Por eso, para el gobierno reformista del presidente Hasán Rohaní fue muy difícil sobreponerse a la oposición interna al pacto nuclear y sólo pudo alcanzarlo gracias a la coincidencia de que del otro lado de la mesa, en Washington, gobernaba un estadista favorable al mismo, Barack Obama, que dejó el acuerdo como su legado más importante en política exterior.

Trump lo echó al basurero sin miramientos, pese a la indignación de sus aliados europeos y a las protestas de buena parte de la comunidad diplomática ­estadunidense.

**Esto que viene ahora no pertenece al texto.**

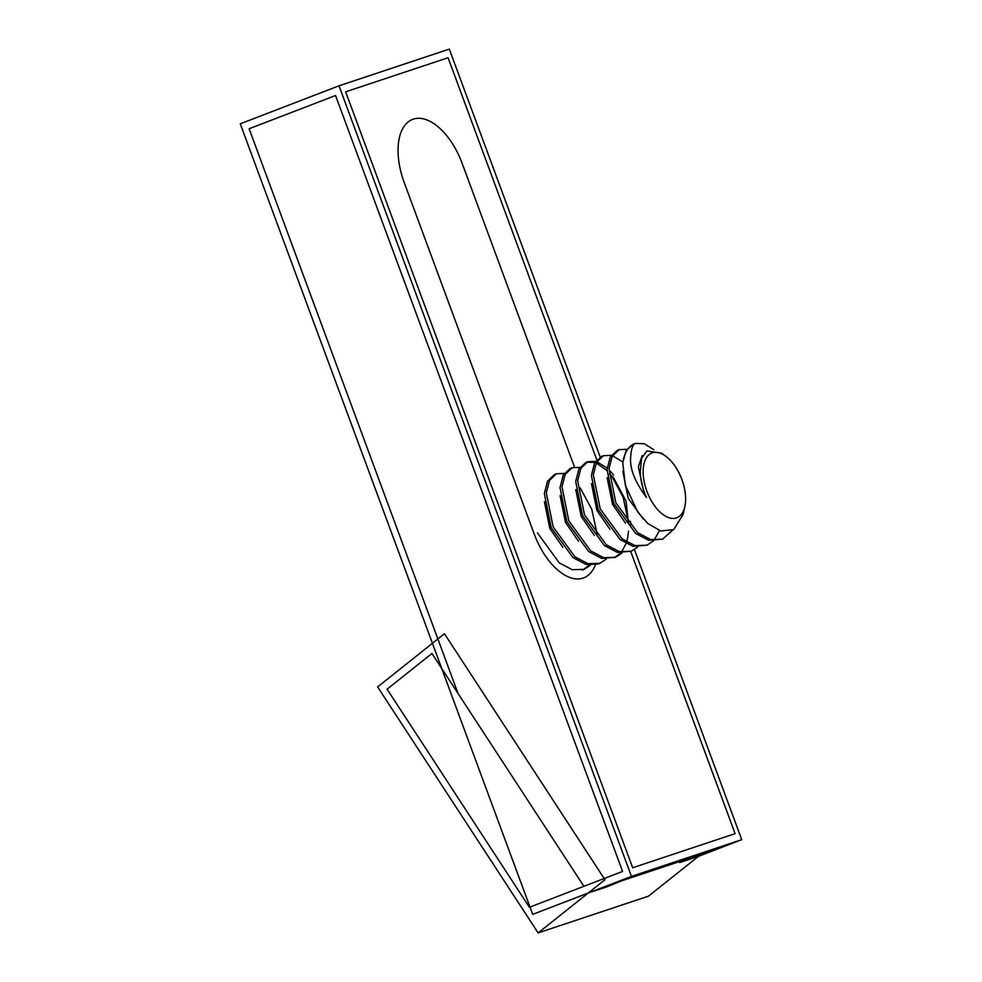 <?xml version="1.0" encoding="UTF-8"?>
<svg xmlns="http://www.w3.org/2000/svg" width="982" height="982" viewBox="0 0 982 982"><rect width="100%" height="100%" fill="white"/><g stroke="black" fill="none" stroke-linecap="round" stroke-linejoin="round"><path stroke-width="1.47" d="M607.097 886.734L621.324 880.94L706.033 852.744L679.679 862.564L694.605 857.605L731.627 843.354L629.216 877.442L592.183 891.693L607.097 886.734M574.507 467.101L462.129 163.319A57.373 30.491 69 0 0 427.305 120.086A57.373 30.491 69 0 0 399.281 138.118A57.373 30.491 69 0 0 404.228 182.591L534.196 533.95A57.373 30.491 69 0 0 561.348 572.887A57.373 30.491 69 0 0 595.387 564.797M630.702 551.442L735.101 833.657L632.678 867.757L345.652 91.817L448.074 57.729L596.798 459.797M458.029 693.452L249.133 128.752L335.549 95.512L622.576 871.439L583.885 886.316L458.029 693.452M631.451 876.386L532.698 914.377L240.259 123.806L339.011 85.815L631.451 876.386L741.741 839.671L698.533 856.292L648.427 896.185L538.136 932.9L377.628 686.921L444.441 633.734L604.949 879.712L538.136 932.9M339.011 85.815L449.302 49.1L600.211 457.047M634.446 549.601L741.741 839.671M529.408 907.282L387.092 689.192L431.945 653.484L583.885 886.316L529.408 907.282M562.882 547.342L549.834 528.476L544.421 501.704M578.558 541.315L565.522 522.449L560.096 495.677M594.233 535.288L581.197 516.409L575.771 489.65M609.908 529.249L596.872 510.382L591.446 483.61M609.503 474.122L613.603 477.792L626.062 501.078L628.406 523.271M625.583 523.222L612.547 504.355L607.122 477.583M643.259 518.999L628.222 498.316L622.833 471.311M665.465 455.992A34.701 18.437 69 0 0 643.284 468.156A34.701 18.437 69 0 0 660.272 512.285A34.701 18.437 69 0 0 684.871 506.442A34.701 18.437 69 0 0 681.889 479.547A34.701 18.437 69 0 0 665.465 455.992L661.524 453.181L646.843 450.947L641.602 458.299L640.338 470.771A36.69 19.493 69 0 0 644.29 492.142A36.69 19.493 69 0 0 646.512 497.481C635.931 483.328 630.591 470.844 630.518 460.03C630.886 449.817 632.531 444.281 635.428 443.41L644.217 443.729L653.914 449.731M646.512 497.481L643.897 492.289L638.361 466.904L642.154 455.623M606.213 559.126L599.904 563.287L587.972 563.693L574.961 556.843L553.136 526.868L546.311 492.743L549.515 480.345L556.524 473.754L564.233 473.422M590.538 565.166L584.204 569.327L572.273 569.72L559.261 562.87L537.461 532.907M583.259 569.658L589.372 565.067M597.154 534.134L591.778 509.314L580.264 487.919M554.499 474.527L547.526 481.155L544.347 493.565L551.184 527.629L573.046 557.641L586.082 564.466L598.026 564.012M621.888 553.099L615.604 557.248L603.66 557.666L590.648 550.828L568.811 520.841L561.986 486.728L565.19 474.331L572.187 467.727L579.908 467.383M570.161 468.5L563.202 475.141L560.022 487.551L566.86 521.589L588.697 551.589L601.708 558.427L615.604 557.248M637.563 547.072L631.291 551.221L619.347 551.639L606.336 544.801L584.486 514.801L577.662 480.714L580.853 468.304L587.85 461.7L595.583 461.356M596.847 461.712L607.171 468.083M610.313 471.2L613.59 475.116M630.469 521.319L630.604 525.149M614.609 557.592L620.722 553.001M621.496 552.093L626.086 543.549M626.602 541.966L627.621 537.841M627.78 537.007L628.492 531.201M628.517 522.068L623.128 497.248L611.626 475.865M606.986 470.538L596.197 462.939M594.896 462.461L586.88 462.129M587.85 461.7L585.886 462.461L578.889 469.065L575.697 481.487L582.535 515.562L604.384 545.562L617.396 552.4L631.291 551.221M653.239 541.033L646.978 545.182L635.047 545.611L622.023 538.774L600.174 508.774L593.337 474.687L596.528 462.277L603.513 455.673L611.27 455.317M612.523 455.673L622.846 462.056M603.525 455.673L601.561 456.421L594.576 463.038L591.385 475.448L598.21 509.535L620.059 539.523L633.071 546.36L646.966 545.182M672.56 530.231L662.654 539.143L650.722 539.584L637.699 532.747L615.849 502.747L609.012 468.672L612.203 456.262L619.176 449.646L626.946 449.29M659.45 530.575L654.037 540.186M619.2 449.633L617.236 450.394L610.252 457.011L607.06 469.421L613.885 503.496L635.735 533.496L648.746 540.333L662.641 539.155M634.814 443.631L632.911 444.355L626.013 450.812L622.772 462.915A49.566 26.342 -111 0 1 634.814 443.631A49.566 26.342 -111 0 1 635.428 443.41M622.772 462.915L625.374 485.415L637.723 512.027L647.739 523.431L660.776 530.98L673.738 529.593L683.128 514.408L684.871 506.442M582.289 570.063L584.253 569.315M554.535 474.515L556.487 473.766M597.977 564.036L599.928 563.275M570.211 468.488L572.175 467.727"/></g></svg>

Ahora puso a su país en riesgo de una confrontación militar con un rival que, sin duda, no tiene un ejército con el poder del de Estados Unidos, pero que es mucho mayor en capacidades que Afganistán, Siria e Irak y que –como ha hecho en el pasado– está determinado a comprometerlo por completo en la defensa nacional, en tanto que el Pentágono tiene fuerzas atrapadas en esos mismos territorios y, sobre todo, se encuentra envuelto en un duelo mucho más cauto pero sostenido, de largo plazo y en crecimiento, con China.

Además, para buscar su reelección, Trump tendría que explicar a sus votantes cómo es que prometió sacar a Estados Unidos de guerras que ellos no comprenden ni les importan, y terminó metiéndolos en una mucho más difícil de entender y de ganar, y con consecuencias más graves: por el estrecho de Ormuz, donde fue derribado el dron, se transporta todo el petróleo del Golfo Pérsico, que es 40% del que se comercia en el mundo. Al ver el costo de llenar el tanque de gasolina, los automovilistas estadunidenses se acordarían bien de su presidente.

Ruptura de la confianza

En cuanto al pacto nuclear, Teherán está empezando a tomar medidas que sin duda tendrán respuestas agresivas. Una vez que Trump se salió del mismo, los países europeos le pidieron a Irán seguir cumpliéndolo mientras, ante las sanciones comerciales, ellos creaban sistemas que les permitieran a sus empresas evadirlas. En mayo, tras un año de promesas incumplidas, Rohaní anunció que esperaría un mes antes de dejar de atenerse al acuerdo, en algunas de sus partes.

En Europa hubo reclamos y advertencias pero no movimientos para, por fin, implementar lo prometido. El miércoles 26 Behrouz Kamalvandi, vocero de la Organización de la Energía Atómica Iraní, anunció que el día siguiente traspasarían el límite máximo de almacenamiento de uranio enriquecido, que es de 300 kilogramos; y adelantó que el 7 de julio empezarán a enriquecer uranio por encima del 3.67%, un grado que no debían superar.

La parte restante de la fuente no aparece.